Pure Grace
“For by grace you have been saved through faith. And this is not your own doing; it is the gift of God…” ~Ephesians 2:8
Mercy is sometimes defined as “not getting what you deserve” (punishment, for example). Grace, however, is often defined as “getting what you don’t deserve” (forgiveness). But that doesn’t go quite far enough. Grace is not merely receiving something you failed to earn; it is receiving the very opposite of what you have earned. Grace is not salvation without merit — it is salvation in spite of demerit.
When we understand grace this way, its wonder becomes overwhelming. In our sin we are not standing in a neutral zone with God; we are living in enemy territory — and it is our native land. God, in His grace, did not simply move us from zero to full. He rescued us from crushing debt and lavished us with immeasurable riches. Our salvation is not partly earned and partly gifted; it is pure grace from beginning to end.
It may be that our pithy way of framing salvation, “by grace alone, through faith alone, in Christ alone,” has had the unintended consequence of deadening our hearts to the magnitude of it all. Yes, our minds grasp the theology of God’s work of salvation, but our hearts may fail to sing the praises of His glorious grace when grace becomes merely a part of a formula and not the foundation of our joy in Christ.
Paul is so keen to show us just how marvelous is God’s grace toward us that he repeats himself over and over again in Ephesians 2. He starts by highlighting our demerits (“dead in our sins… following the prince of the power of the air… by nature children of wrath” vv 1-3), and then he speaks of God’s grace in v 5: “by grace you have been saved”! As if that weren’t enough, he repeats himself in v 8 and adds: “it is the gift of God.” Not a gift, but the gift! The greatest gift! The gift of God’s grace.

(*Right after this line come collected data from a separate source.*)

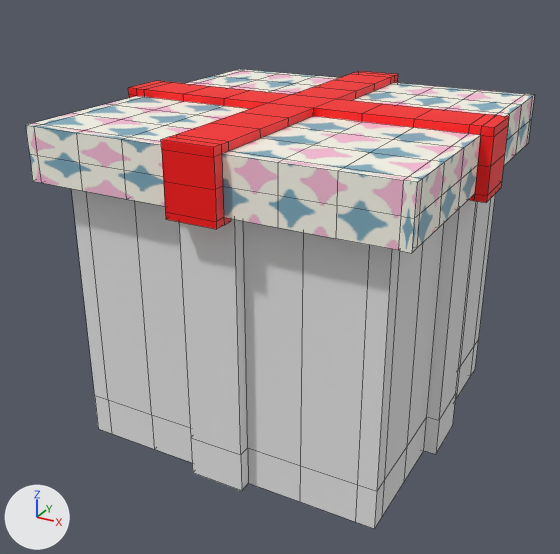
One commit to the Blender file resource/Materials/Model/edited_models_with_new_1024_texture/gift.blend: the scene before it, then after it.
Both versions are drawn from a 50 mm lens placed at (0.644, -1.253, 0.897), pointed at (-0.019, -0.049, 0.295). Arrows for +X, +Y and +Z are at lower left; the lights stay in place. Mesh edges are drawn as thin lines.

Names of what the first picture shows: 'box', 'door'.
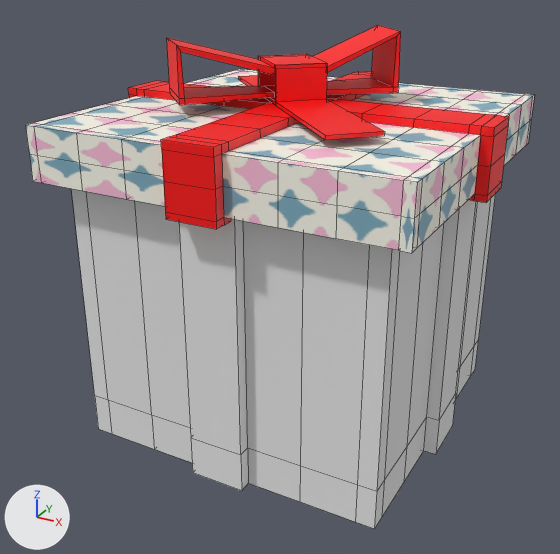
Commit message: fix gift

The change, as JSON lines over the scene's bpy script:
```json
{"block": "me_door", "where": "# used by ob_door; location = (0.0, 0.0, 0.612); scale = (0.411, 0.411, 0.24)"}
{"op": "remove", "block": "me_door", "code": "me_door.from_pydata(...)  # 356 vertices, 354 faces; spans x -0.87..0.87, y -0.87..0.87, z -0.45..0.06"}
{"op": "add", "block": "me_door", "code": "me_door.from_pydata(...)  # 444 vertices, 442 faces; spans x -0.87..0.87, y -0.87..0.87, z -0.45..0.55"}
{"block": "me_door", "change": "me_door part 1: a new loose piece of 44 vertices spanning x -0.54..0.56, y -0.59..0.5, z 0.06..0.34, in mat_gift_texture_2_png (picture img_gift_texture_2_png)"}
{"block": "me_door", "change": "me_door part 2: a new loose piece of 44 vertices spanning x -0.54..0.34, y -0.42..0.46, z 0.09..0.55, in mat_gift_texture_2_png (picture img_gift_texture_2_png)"}
```

Pixel boxes [x1, y1, x2, y2] of what changed, in the pictures (560 x 554 px):
```json
{"object": "door", "change": "reshaped", "before": [25, 69, 534, 253], "after": [25, 25, 534, 253], "on screen": "24% taller"}
{"part": 1, "of": "me_door", "change": "added", "after": [238, 54, 385, 140], "on screen": "red"}
{"part": 2, "of": "me_door", "change": "added", "after": [167, 25, 401, 105], "on screen": "red"}
```
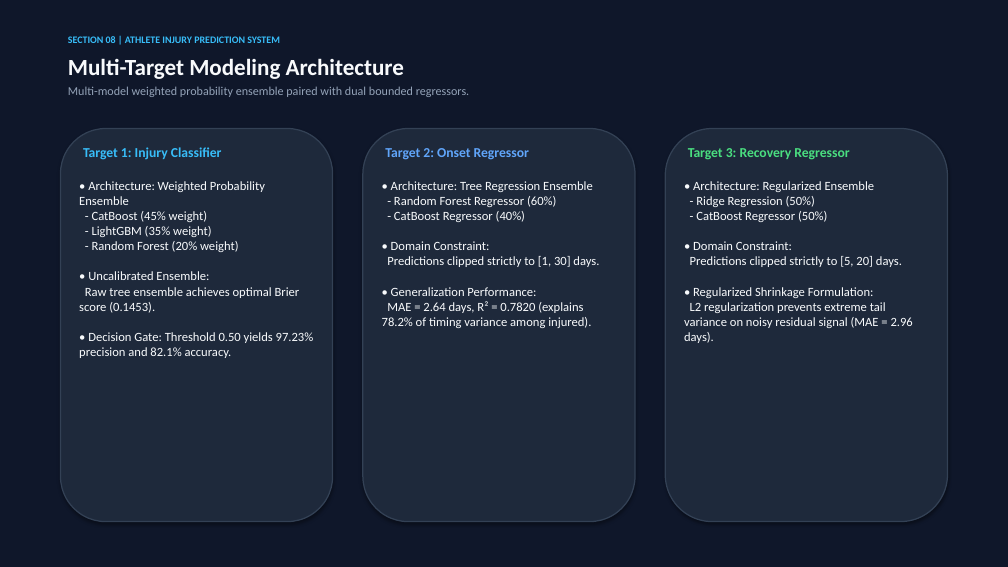
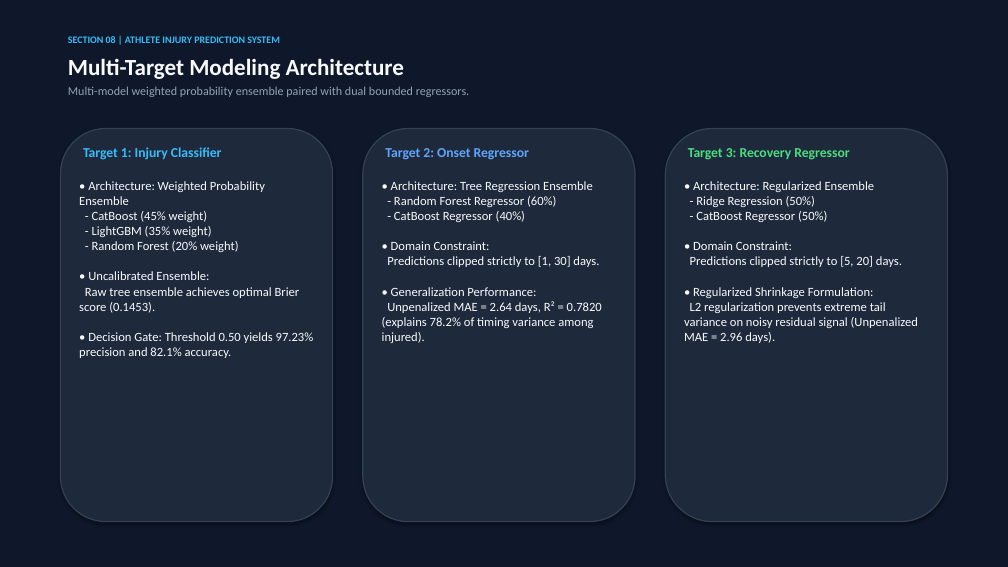
Before and after one commit to bhavya277/ML-Model-for-Athletes, a slide deck: slide 8 of Athlete_Injury_Prediction_Competition.pptx. Drawn at 1008x567 pixels with LibreOffice and Linux fonts; fonts in the diff are those of the drawing. Boxes give left, top, right and bottom in pixels: in the first picture for what was removed or moved away, otherwise in the second. Text is boxed around its words. In the diff, an @@ line names an element or a change of style, - is before the commit and + after.

Commit message:
fix: pre-submission patch - official skill score, unpenalized/penalized metrics, strict validation

```diff
--- a/Athlete_Injury_Prediction_Competition.pptx
+++ b/Athlete_Injury_Prediction_Competition.pptx
@@ text at (x1=382, y1=181, x2=602, y2=343): text changed @@
-• Architecture: Tree Regression Ensemble
-- Random Forest Regressor (60%)
-- CatBoost Regressor (40%)
-• Domain Constraint:
-Predictions clipped strictly to [1, 30] days.
-• Generalization Performance:
-MAE = 2.64 days, R² = 0.7820 (explains 78.2% of timing variance among injured).
+• Architecture: Tree Regression Ensemble
+- Random Forest Regressor (60%)
+- CatBoost Regressor (40%)
+• Domain Constraint:
+Predictions clipped strictly to [1, 30] days.
+• Generalization Performance:
+Unpenalized MAE = 2.64 days, R² = 0.7820 (explains 78.2% of timing variance among injured).
@@ text at (x1=684, y1=181, x2=918, y2=343): text changed @@
-• Architecture: Regularized Ensemble
-- Ridge Regression (50%)
-- CatBoost Regressor (50%)
-• Domain Constraint:
-Predictions clipped strictly to [5, 20] days.
-• Regularized Shrinkage Formulation:
-L2 regularization prevents extreme tail variance on noisy residual signal (MAE = 2.96 days).
+• Architecture: Regularized Ensemble
+- Ridge Regression (50%)
+- CatBoost Regressor (50%)
+• Domain Constraint:
+Predictions clipped strictly to [5, 20] days.
+• Regularized Shrinkage Formulation:
+L2 regularization prevents extreme tail variance on noisy residual signal (Unpenalized MAE = 2.96 days).
```
Also in this commit, not shown: 6 other slides changed, 10 other files.
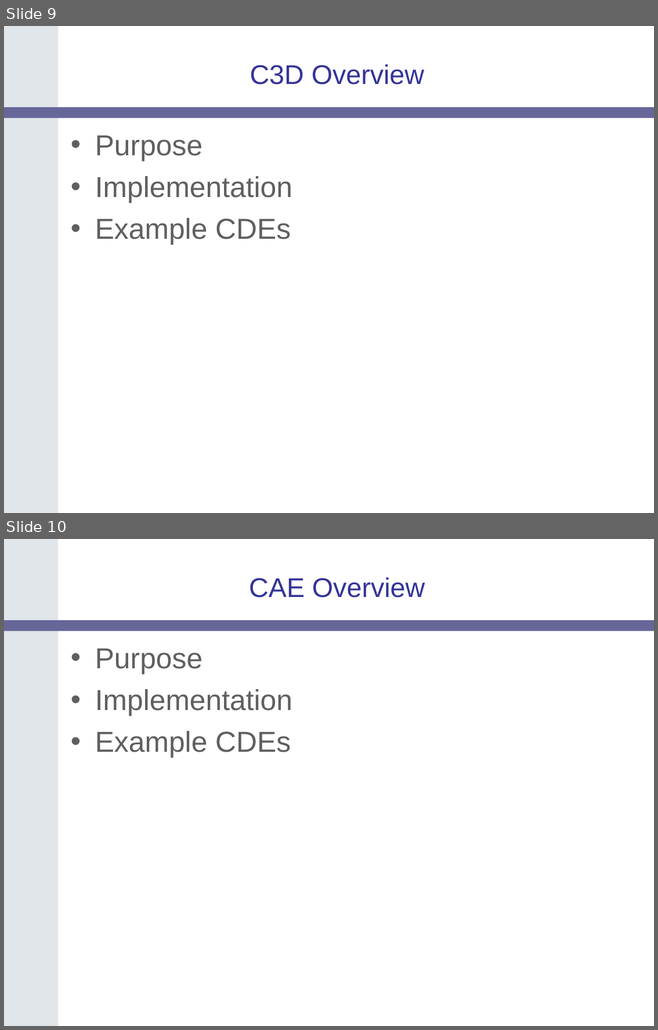
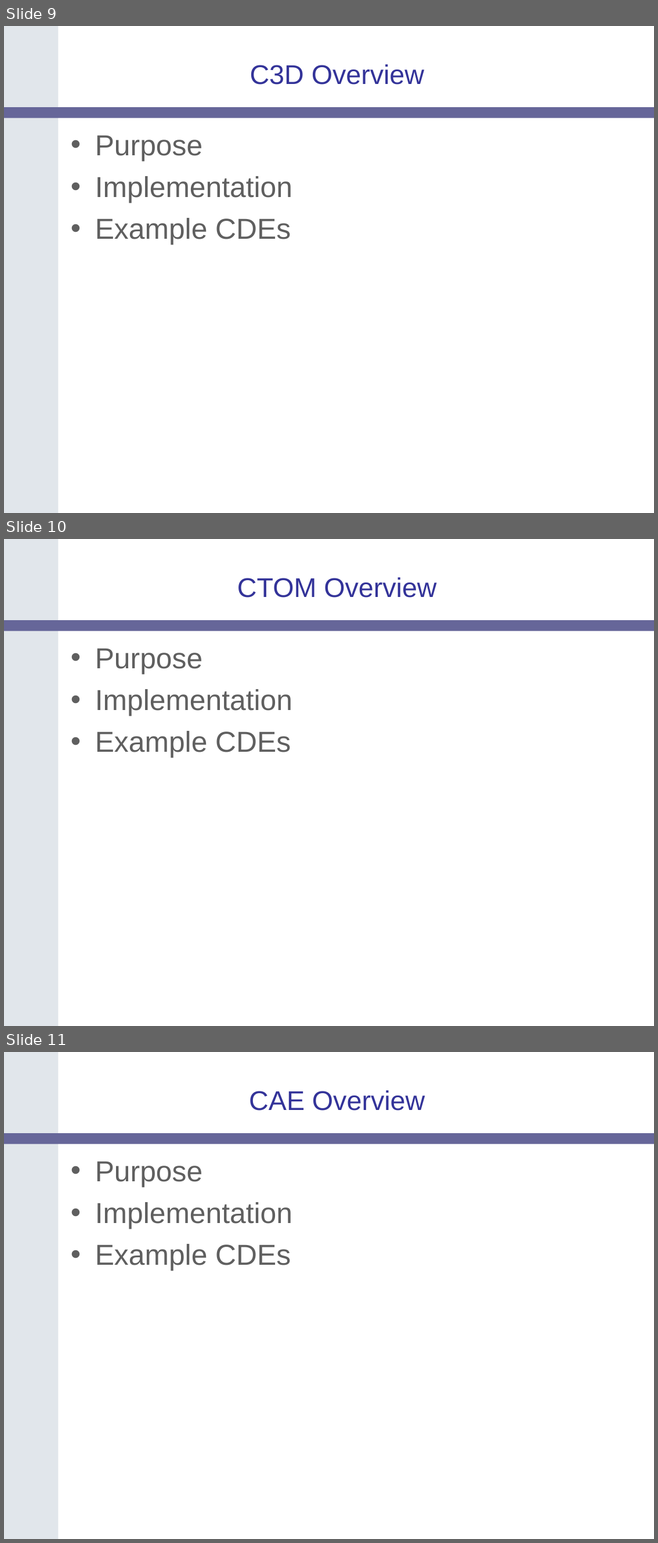
Before and after one commit to NCIP/catrip, a slide deck: catrip/documentation/presentations/catrip_f2f_2006_05/catrip_f2f_introduction_2006_05.ppt. Shown one above the other, each under a label of ours: slides 9 and 10 before the commit, slides 9, 10 and 11 after it. The pictures are 658x1030 and 658x1543 pixels, drawn with LibreOffice and Linux fonts; fonts in the diff are those of the drawing; background and template pictures are left out. Boxes give left, top, right and bottom in pixels: in the first picture for what was removed or moved away, otherwise in the second. Text is boxed around its words. In the diff, an @@ line names an element or a change of style, - is before the commit and + after.

Commit message:
added CTOM
SVN-Revision: 44

```diff
--- a/catrip/documentation/presentations/catrip_f2f_2006_05/catrip_f2f_introduction_2006_05.ppt
+++ b/catrip/documentation/presentations/catrip_f2f_2006_05/catrip_f2f_introduction_2006_05.ppt
@@ slide 10 added at <box>4,539,654,1026</box>, background #FFFFFF; not listed: 2 template elements that a slide beside it also shows @@
@@ title added at <box>237,577,436,598</box>, 30 pt, text #333399 @@
+CTOM Overview
@@ text added at <box>95,648,292,758</box>, 32 pt, text #5F5F5F @@
+• Purpose
+• Implementation
+• Example CDEs
@@ what was slide 10 is now slide 11 @@
```
Also in this commit, not shown: 1 slide changed.

Christian, God is kind beyond all measure toward you. We scarcely realize just how amazing is the gift of God’s grace. If we really did, His praises would never depart from our lips. His commandments would be to us the sweetest of all delights. His Word would be to us life and light. His covenant would be our firm foundation and steady anchor in the midst of life’s storms.
This, then, is the grace in which we stand (Romans 5:2). A grace that did not wait for us to improve — indeed, we cannot — but came to us while we were dead. A grace that did not merely cancel our debt, but clothed us in the righteousness of Christ. A grace that did not depend on the strength or clarity of our faith, but on the faithfulness of our Savior.
What joy to know your salvation does not rest on what you have done, or even on how deeply you feel its reality, but on what God has done for you in Christ. Let the wonder of God’s grace take deep root in your heart — meditate on it day by day — and respond to it with worship. To the praise of His glorious grace.